レジャー・サービス業、営業収益は56.0%増だが…
レジャー・サービス業のセグメントは、営業収益が前期比56.0%増の125億8,000万円、営業損失は8億2,400万円(前期は19億6,600万円の営業損失)となった。
同期のレジャー・サービス業は、京成ホテルミラマーレにおいて、京成の電車をテーマにしたコンセプトルームが好評だったことから、販売期間を延長した。また、京成トラベルサービスにおいて、新型コロナウイルスの感染対策を考慮したうえで、京成線内を特別行路で運行する各種のイベント列車ツアー等、多様な旅行商品の企画・催行により、収益の確保に努めた。さらに、イウォレ京成において、フランチャイズ契約に基づき「サブウェイ 成田空港第1ターミナル南ウイング店」等2店舗の営業を開始したほか、「100時間カレーEXPRESSららぽーと柏の葉店」の営業を開始した。
建設業は増収増益
建設業のセグメントでは、鉄道施設改良工事や京成グループ外から受注している各種工事を実施した。
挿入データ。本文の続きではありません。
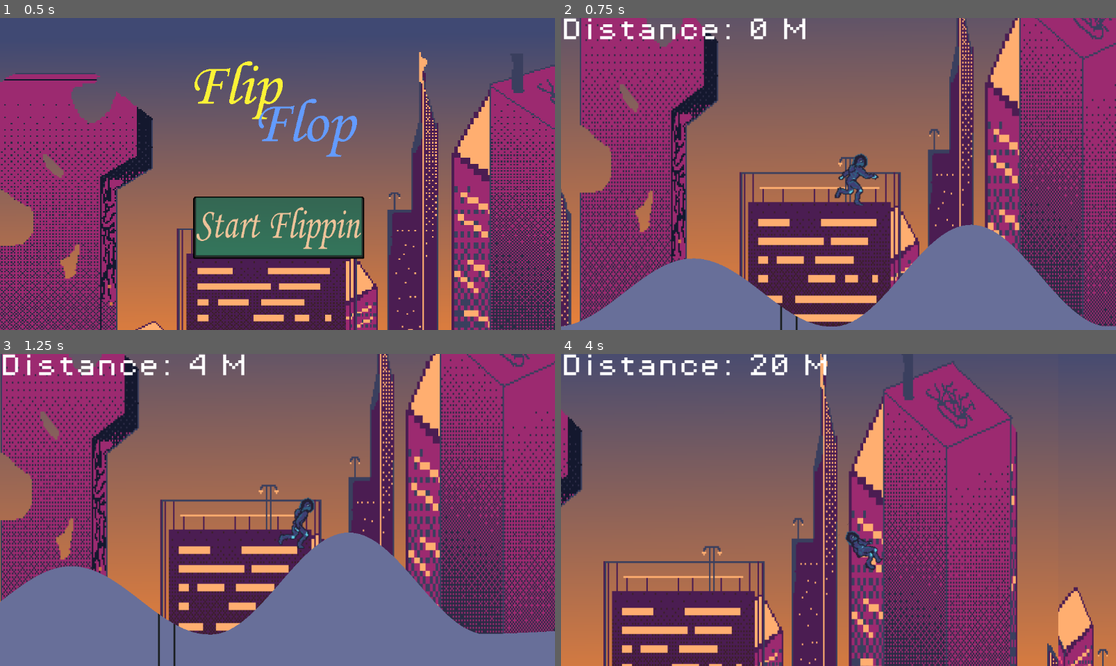
Above: before the commit, frames 1-4 (two rows, left to right).
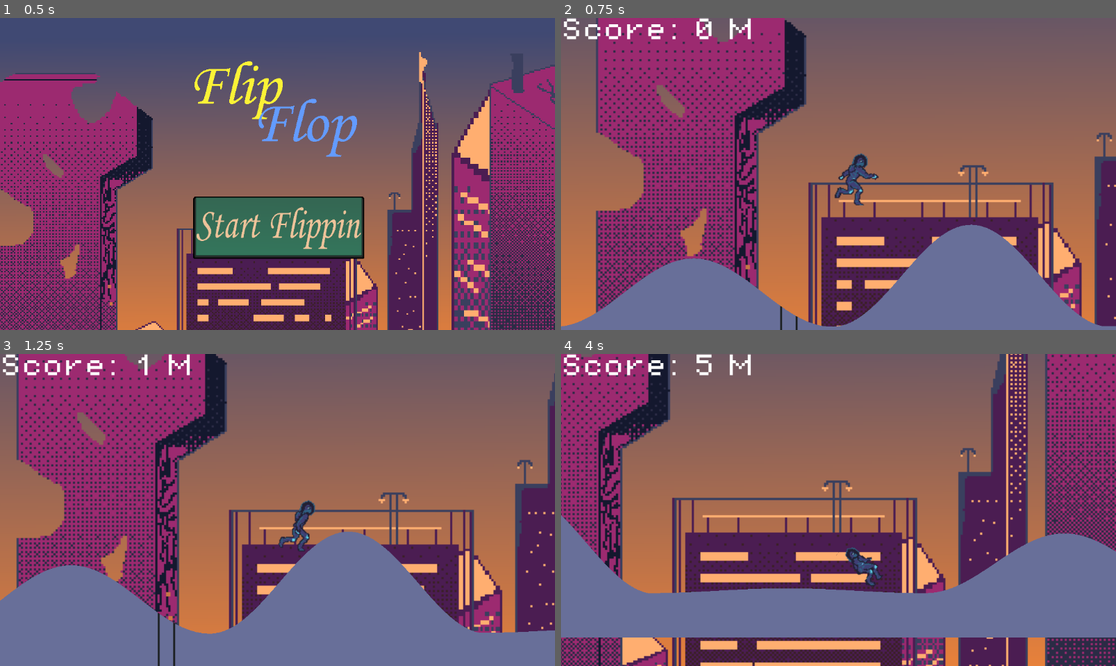
Above: after the commit, the same moments.

Repository: poplar00/Flip-Flop
Game: Godot game, scene res://Scenes/main_menu.tscn
Two runs of this game, one before a commit and one after it. Both use one fixed random seed, a clock stepped at 60 frames per second and the inputs below.
Inputs (mouse positions are in pixels of both pictures, inside the frame that each line leads up to):
- Up to frame 1 (0.5 s): no input
- Up to frame 2 (0.75 s): click (838, 227) at 0.5 s
- Up to frame 3 (1.25 s): no input
- Up to frame 4 (4 s): hold Space (JUMP) 1.28-2.03 s; tap Space (JUMP) at 2.1, 2.27, 2.57, 3.6, 3.77 s; hold Space (JUMP) 2.78-3.53 s

Frame 1 is identical in both runs. In frame 2, 53% of the frame differs, in the area x 0-100%, y 0-99%; in frame 3, 50%; in frame 4, 95%, in the area x 0-100%, y 0-100%.

Commit message:
feat: physics n shit + scoring

Diff:
--- a/Scenes/Background.tscn
+++ b/Scenes/Background.tscn
@@ -8,6 +8,5 @@
 autoscroll = Vector2(-0.5, 0)
 
 [node name="BG" type="Sprite2D" parent="Parallax2D"]
-scale = Vector2(0.835, 0.835)
 texture = ExtResource("1_c8m3x")
 centered = false
--- a/Scenes/Main.tscn
+++ b/Scenes/Main.tscn
@@ -33,11 +33,11 @@
 
 [node name="ParallaxLayer" type="ParallaxLayer" parent="ParallaxBackground"]
 motion_scale = Vector2(0.3, 0.3)
-motion_mirroring = Vector2(1500, 0)
+motion_mirroring = Vector2(1700, 0)
 
 [node name="Sprite2D" type="Sprite2D" parent="ParallaxBackground/ParallaxLayer"]
-position = Vector2(-182, -230)
-scale = Vector2(0.986979, 1.29557)
+position = Vector2(0, -210)
+scale = Vector2(1.5, 1.5)
 texture = ExtResource("3_jw32o")
 centered = false
 
@@ -95,6 +95,6 @@
 offset_bottom = 58.0
 theme_override_fonts/font = ExtResource("8_bmxlf")
 theme_override_font_sizes/font_size = 50
-text = "Distance: 0 M"
+text = "Score: 0 M"
 
 [connection signal="pressed" from="CanvasLayer/Button" to="CanvasLayer" method="_on_button_pressed"]
--- a/Scenes/character_body_2d.tscn
+++ b/Scenes/character_body_2d.tscn
@@ -160,8 +160,8 @@
 "speed": 10.0
 }]
 
-[sub_resource type="RectangleShape2D" id="RectangleShape2D_gbyq6"]
-size = Vector2(12.1667, 8.41669)
+[sub_resource type="CircleShape2D" id="CircleShape2D_6d06k"]
+radius = 6.00669
 
 [sub_resource type="RectangleShape2D" id="RectangleShape2D_t38ji"]
 size = Vector2(59, 59)
@@ -300,17 +300,18 @@
 
 [node name="Player" type="CharacterBody2D"]
 script = ExtResource("1_88kja")
+jump_force = -600.0
 
 [node name="Anim2D" type="AnimatedSprite2D" parent="."]
 scale = Vector2(1.895, 1.895)
 sprite_frames = SubResource("SpriteFrames_3d168")
-animation = &"dies"
+animation = &"running"
 autoplay = "running"
 
 [node name="CollisionShape2D" type="CollisionShape2D" parent="."]
 position = Vector2(-0.5, 30)
 scale = Vector2(6, 5)
-shape = SubResource("RectangleShape2D_gbyq6")
+shape = SubResource("CircleShape2D_6d06k")
 
 [node name="FiniteStateMachine" type="Node" parent="." node_paths=PackedStringArray("initial_state")]
 script = ExtResource("3_it8n0")
@@ -348,4 +349,10 @@
 stream = ExtResource("10_6d06k")
 volume_db = 10.0
 
+[node name="Timer" type="Timer" parent="."]
+process_callback = 0
+wait_time = 40.641
+one_shot = true
+
 [connection signal="area_entered" from="Area2D" to="Area2D" method="_on_area_entered"]
+[connection signal="timeout" from="Timer" to="." method="_on_timer_timeout"]
--- a/Scripts/Player_Controller.gd
+++ b/Scripts/Player_Controller.gd
@@ -1,14 +1,19 @@
 extends CharacterBody2D
 
 @export var speed = 300.0
-@export var jump_force = -800.0
+@export var jump_force = -500.0
 var IS_ALIVE : bool = true
+var SUPER : bool = false
 
 func _physics_process(delta: float) -> void:
-	if is_on_floor():
-		pass
-	else:
+	if !is_on_floor():
 		velocity += get_gravity() * delta
-
+	if SUPER:
+		speed = 400
 	if position.y > 3000:
 		IS_ALIVE = false
+
+
+func _on_timer_timeout() -> void:
+	speed = 300.0
+	SUPER = false
--- a/Scripts/airborne.gd
+++ b/Scripts/airborne.gd
@@ -1,5 +1,6 @@
 extends state
 
+@export var angular = 0.05
 @onready var player : CharacterBody2D = get_parent().get_parent()
 @onready var animation_player : AnimationPlayer = get_parent().get_parent().get_node("AnimationPlayer")
 
@@ -12,6 +13,7 @@
 func Update(_delta:float):
 	if player.IS_ALIVE == false:
 		Transitioned.emit(self, "death")
+		player.rotation = 0
 
 
 	if player.is_on_floor():
@@ -23,4 +25,6 @@
 	player.velocity.x = player.speed
 	player.move_and_slide()
 	if Input.is_action_pressed("JUMP"):
-		player.rotation += 0.05
+		player.rotation += angular
+		#if super trigger:
+			#player.SUPER = true
--- a/Scripts/control.gd
+++ b/Scripts/control.gd
@@ -7,9 +7,12 @@
 
 
 func _process(delta: float) -> void:
-	if player.IS_ALIVE == true:
-		score += 0.1
-	else:
+	score += 1.5 * delta
+	if player.is_on_floor():
+		score += 6.5 * delta
+		if player.SUPER:
+			score *= 3
+	if player.IS_ALIVE != true:
 		await get_tree().create_timer(1).timeout
 		ui.hide()
-	score_label.text = "Distance: %d M" % score
+	score_label.text = "Score: %d M" % score
Binary file changed: asset/Background.png
Not shown, added: export_presets.cfg

その結果、営業収益は前期比5.6%増の279億4,400万円、営業利益は同36.9%増の10億8,100万円となった。
京成電鉄、今期は大幅な増収増益を予想
4月28日、京成電鉄は2024年3月期(2023年4月1日~2024年3月31日)の連結業績予想について、営業収益で前期比22.4%増の3,088億円、本業の利益を示す営業利益で同142.5%増の248億円、経常利益は同57.7%増の422億円、純利益は同23.7%増の333億円と大幅な増収増益となる見通しを示した。
京成電鉄はその理由について、運輸業のセグメントにおいて、新型コロナウイルス禍の行動制限緩和による移動需要の回復や、新京成電鉄の業績の通期寄与等を挙げている。なお、冒頭で述べた通り、京成電鉄は2023年3月期の配当を前期比3円増額の20円とし、2024年3月期についても20円を継続する方針を示した。